Season 5: Episode 5, "Tree Trippers" Maybe we're just big on episodes where twisted Hollywood former bad-boy actors show up, but Eric Roberts is fantastic in this chapter of Vince's career redemption arc, ushering the group out to Joshua Tree to trip on illicit substances. The whole experience, which harkens back to that visit to Val Kilmer's "Sherpa" character, only with a darker twist, leads to the hallucinogenic moment that convinces Vince to take a part in Smokejumpers, the prototypical meaty supporting role that will soothe the ills of *Medellín'*s direct-to-DVD disaster.

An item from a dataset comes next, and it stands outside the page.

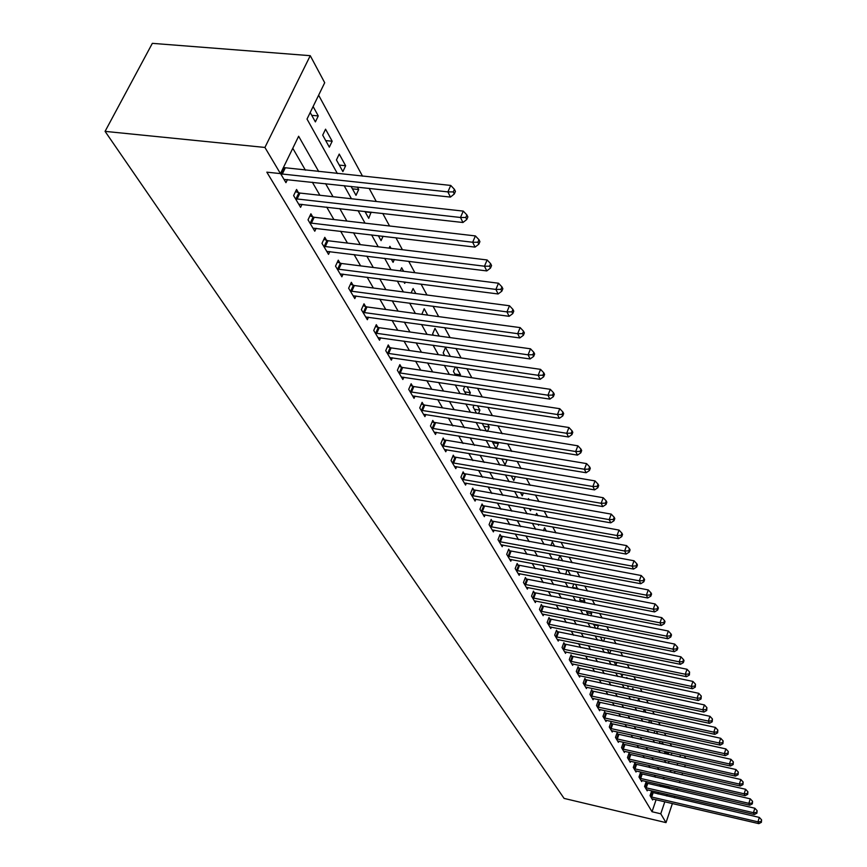 <?xml version="1.0" encoding="UTF-8"?>
<svg xmlns="http://www.w3.org/2000/svg" width="867" height="867" viewBox="0 0 867 867"><rect width="100%" height="100%" fill="white"/><g stroke="black" fill="none" stroke-linecap="round" stroke-linejoin="round"><path stroke-width="1.3" d="M684.377 755.764L685.754 758.332M337.382 173.541L307.016 119.061L324.702 82.723L310.256 55.683L152.343 43.35L105.07 131.372L564.092 798.409L666.008 822.62L660.762 813.788L664.816 801.737M671.611 746.216L670.148 743.518M665.964 735.801L664.425 732.962M660.199 725.159L658.573 722.168M654.303 714.289L652.602 711.157M648.278 703.18L646.489 699.886M642.122 691.823L640.247 688.365M635.825 680.216L633.864 676.585M629.388 668.349L627.329 664.545M622.809 656.2L620.642 652.212M616.069 643.78L613.803 639.597M609.176 631.057L606.802 626.678M602.121 618.041L599.628 613.457M594.892 604.711L592.291 599.91M587.49 591.056L584.759 586.038M579.904 577.064L577.054 571.808M572.122 562.726L569.142 557.221M564.157 548.031L561.036 542.265M555.985 532.956L552.712 526.93M547.597 517.491L544.183 511.183M538.992 501.625L535.416 495.024M530.16 485.336L526.421 478.421M521.089 468.603L517.176 461.374M511.768 451.414L507.672 443.861M502.199 433.76L497.907 425.849M492.358 415.596L487.861 407.317M482.225 396.923L477.533 388.264M471.811 377.719L466.901 368.648M461.092 357.941L455.944 348.447M450.06 337.588L444.663 327.639M438.68 316.618L433.034 306.203M426.965 294.997L421.048 284.094M414.881 272.715L408.682 261.281M402.418 249.718L395.926 237.742M389.554 225.994L382.748 213.445M376.267 201.491L369.125 188.323M362.536 176.174L318.633 95.197M668.424 763.242L669.096 761.248M671.177 755.092L671.892 752.989M310.191 112.526L315.382 121.9L318.276 115.929L313.117 106.533M322.697 135.133L329.341 147.152L332.169 141.223L325.558 129.183L322.697 135.133M336.439 159.962L342.877 171.612L345.64 165.749L339.225 154.077L336.439 159.962M351.048 186.383L356.001 195.324L358.7 189.515L357.356 187.066M364.909 211.418L368.724 218.332L371.119 212.122M378.315 235.661L381.079 240.658L383.084 236.225M391.299 259.146L393.065 262.333L394.333 259.515M389.11 248.114L389.912 246.336L391.017 248.341M403.892 281.894L404.716 283.39L405.301 282.078M400.272 270.872L401.67 267.74L403.632 271.295M411.153 292.938L413.093 288.527L415.857 293.545M427.713 315.133L424.201 308.739L421.839 314.342M439.222 336.071L434.996 328.387L432.633 333.86L433.413 335.269M450.385 356.413L445.497 347.504L443.189 352.923L444.663 355.589M455.348 366.969L453.441 371.466L455.576 375.324M460.041 375.975L460.518 374.847L456.259 367.099M464.766 386.346L463.433 389.521L466.186 394.496M469.405 394.984L470.337 392.718L467.02 386.693M473.956 405.182L473.165 407.111L476.492 413.136M478.541 413.451L479.906 410.134L477.479 405.723M482.941 423.486L482.637 424.234L486.528 431.257M487.46 431.408L489.226 427.095L487.644 424.223M492.098 441.346L496.217 448.781L498.297 443.622L497.528 442.224M501.776 458.838L505.103 464.853L507.152 459.727L501.787 458.849M511.205 475.864L513.773 480.524L515.356 476.557M520.373 492.434L522.237 495.816L523.365 492.955M529.303 508.582L530.485 510.728L531.2 508.918M528.079 499.728L528.512 498.612L529.238 499.934M537.995 524.307L538.548 525.294L538.862 524.459M535.839 515.421L536.63 513.383L537.952 515.789M543.436 530.702L544.552 527.808L546.438 531.243M550.87 545.614L552.29 541.897L554.717 546.308M558.153 560.136L559.854 555.649L562.791 561.003M566.931 569.912L565.717 574.398M570.659 575.33L567.777 570.074M573.813 583.957L572.675 586.992L573.445 588.379M577.595 589.17L575.58 584.293M580.554 597.656L579.763 599.801L580.998 602.023M584.282 602.663L584.846 601.145L583.209 598.165M587.165 611.029L586.688 612.319L588.368 615.342M590.839 615.83L591.673 613.576L590.644 611.701M593.646 624.077L595.564 628.358M597.265 628.694L598.349 625.725L597.905 624.923M600.289 636.887L602.598 641.071M603.562 641.266L604.819 637.798M607.258 649.502L609.468 653.49M609.739 653.545L610.921 650.239M614.074 661.824L615.928 665.162L616.914 662.41M620.739 673.865L622.083 676.293L622.788 674.298M627.253 685.645L628.109 687.173L628.553 685.916M626.538 678.287L626.808 677.528L627.307 678.449M633.625 697.155L634.005 697.848L634.2 697.285M632.249 689.753L632.747 688.333L633.69 690.056M637.852 700.969L638.556 698.921L639.922 701.403M643.347 711.937L644.235 709.358M646.023 712.511L644.3 709.379M648.733 722.677L649.589 720.228M651.995 723.381L650.358 720.401M654.032 733.189L654.834 730.87M657.847 734.024L656.286 731.184M659.982 741.274L659.256 743.496M663.06 744.33L662.085 741.74M665.043 751.472L664.902 753.694M668.089 754.398L667.763 752.079M318.731 171.579L298.638 136.249L280.453 173.606L266.83 172.165L652.027 811.729L656.091 799.71M658.031 793.955L658.573 792.373M660.546 786.542L659.754 784.559M655.528 777.222L654.26 775.033M650.001 767.631L648.657 765.312M644.344 757.834L642.935 755.385M638.578 747.831L637.093 745.262M632.693 737.633L631.133 734.923M626.689 727.207L625.042 724.368M620.544 716.565L618.821 713.584M614.28 705.695L612.47 702.563M607.875 694.597L605.979 691.302M601.33 683.25L599.335 679.793M594.643 671.643L592.551 668.024M587.793 659.787L585.604 655.983M580.803 647.649L578.506 643.672M573.64 635.251L571.245 631.078M566.324 622.549L563.799 618.182M558.825 609.555L556.191 604.982M551.152 596.247L548.388 591.467M543.295 582.624L540.412 577.617M535.253 568.676L532.219 563.431M527.006 554.371L523.841 548.887M518.553 539.718L515.236 533.974M509.883 524.687L506.415 518.683M500.996 509.276L497.365 503.001M491.882 493.475L488.088 486.896M482.518 477.24L478.551 470.369M472.916 460.583L468.765 453.398M463.043 443.481L458.708 435.96M452.91 425.903L448.369 418.035M442.495 407.848L437.748 399.611M431.788 389.272L426.813 380.656M420.766 370.176L415.564 361.16M409.43 350.528L403.989 341.089M397.769 330.294L392.068 320.422M385.75 309.465L379.789 299.126M373.374 288.007L367.131 277.18M360.618 265.887L354.083 254.551M347.461 243.085L340.612 231.207M333.893 219.557L326.718 207.105M319.89 195.259L312.358 182.222M305.422 170.181L292.786 148.279M280.496 173.508L285.947 182.666L287.454 179.545M298.454 192.669L296.568 189.461L293.62 195.595L300.589 207.332L302.03 204.319M312.738 216.88L310.906 213.781L308.023 219.85L314.775 231.218L316.152 228.314M326.577 240.343L324.8 237.33L321.982 243.345L328.528 254.367L329.839 251.56M339.983 263.091L338.271 260.176L335.518 266.126L341.858 276.811L343.104 274.102M352.999 285.156L351.33 282.317L348.632 288.212L354.798 298.584L355.979 295.972M365.625 306.56L363.999 303.808L361.366 309.649L367.348 319.706L368.475 317.181M377.882 327.347L376.3 324.67L373.731 330.457L379.529 340.222L380.613 337.783M389.782 347.526L388.253 344.936L385.728 350.658L391.364 360.152L392.404 357.789M401.345 367.131L399.86 364.617L397.389 370.285L402.862 379.508L403.859 377.221M412.584 386.194L411.142 383.745L408.715 389.359L414.047 398.332L415 396.111M423.519 404.726L422.11 402.342L419.736 407.913L424.917 416.637L425.827 414.48M434.15 422.76L432.785 420.441L430.455 425.957L435.494 434.443L436.372 432.351M444.489 440.306L443.167 438.052L440.88 443.514L445.79 451.772L446.635 449.745M454.568 457.386L453.268 455.186L451.035 460.605L455.814 468.646L456.616 466.674M464.376 474.021L463.119 471.876L460.919 477.24L465.568 485.076L466.348 483.168M473.935 490.223L472.699 488.143L470.543 493.453L475.083 501.083L475.831 499.229M483.244 506.014L482.052 503.987L479.928 509.243L484.35 516.689L485.076 514.879M492.326 521.414L491.155 519.431L489.075 524.643L493.388 531.894L494.082 530.138M501.18 536.424L500.031 534.484L497.994 539.653L502.199 546.73L502.871 545.029M509.807 551.065L508.701 549.179L506.696 554.306L510.793 561.198L511.443 559.54M518.238 565.349L517.155 563.507L515.182 568.589L519.181 575.32L519.81 573.705M526.464 579.297L525.402 577.498L523.462 582.526L527.364 589.105L527.97 587.533M534.484 592.909L533.454 591.153L531.547 596.149L535.362 602.565L535.947 601.026M542.33 606.206L541.322 604.494L539.447 609.436L543.165 615.711L543.728 614.215M549.992 619.19L549.006 617.521L547.153 622.419L550.794 628.553L551.347 627.09M557.47 631.88L556.506 630.255L554.696 635.11L558.25 641.092L558.782 639.673M564.785 644.289L563.843 642.696L562.054 647.508L565.533 653.36L566.043 651.973M571.938 656.417L571.017 654.856L569.261 659.635L572.654 665.357L573.152 664.003M578.928 668.273L578.029 666.745L576.295 671.481L579.622 677.084L580.11 675.761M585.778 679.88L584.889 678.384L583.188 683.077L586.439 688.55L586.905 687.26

Season 5: Episode 11, "Play'n with Fire" Based in part on Mark Wahlberg's time filming The Perfect Storm with George Clooney and German director Wolfgang Peterson, the fifth-season Smokejumpers arc was one of the most ambitious things the show ever attempted. Stellan Skarsgård is great as the thundering and demanding director who wants Vince off the film, and any plot that involves Dana Gordon (Constance Zimmer) is a good sign. Entertainment about art and artists doesn't usually tip a hand as to whether someone is a genius or a hack, but this season of Entourage attempted to dig into Vince's craft, how he approached that work, and whether he could live up to his own distracted ambitions.

Season 7: Episode 10, "Lose Yourself" After a rather rote sixth season, the penultimate year of the show put Vincent Chase through a "fall from grace" storyline that sees him date Sasha Grey and descend into drug abuse that threatens to derail his entire career. The final season provides the requisite redemption, since America is a land of second chances, but it's almost entirely uninteresting as it goes down the line to reward all the characters with happiness. That's why this season finale—which leaves Vince's career, his friends' financial dependence, and Ari's marriage all hanging in the balance—is perhaps the last good episode of the series.

Why You Should Binge:
Entourage as a whole will take too long and inflict undue punishment on unsuspecting viewers. But it's still an important show in HBO's legacy, a comedy along with Sex and the City which balanced out all the antihero dramas. It's a great example of how the entertainment industry cannibalizes itself in order to present a glossy, alluring, and just barely self-effacing image to the public. The upcoming film version will either prove that the show has an enduring but largely critically ignored legacy, or it will doom it to the mysteriously long-running reject pile along with Arli$$.

Best Scene—Eminem Beats Up Vincent Chase:
After a season-long spiral into drug addiction and personal despair, Vince winds up at a party, harassing Minka Kelly and pissing off an initially helpful Eminem, leading the Detroit rapper to wind up and sock Vince in the face, acting as the gleeful audience surrogate. It's the series' single most cathartic rebuke. There's a possibility that, out of context of the entire insufferable run, this moment won't play as gloriously as it does after watching the whole series, but it's still entertaining as hell to see Marshall Mathers knock Vincent Chase out again and again. Even aside from that hate-watching instinct, the moment Johnny Drama realizes he can't save his little brother from an ass-whooping, leaving him helplessly screaming into a crowd, is one of the last times the series mustered up real drama.

The Takeaway:
Fame ain't all it's cracked up to be, maybe?

If You Liked Entourage You'll Love:
Here's another section that doesn't quite vibe with this somewhat truncated series recommendation, but if you're in the mood for more entertainment satire or entrepenurial spirit, there's HBO's unfortunately short-lived How to Make It in America, which had a great cast including Lake Bell, Luis Guzmán, and Kid Cudi. Give that one a spin.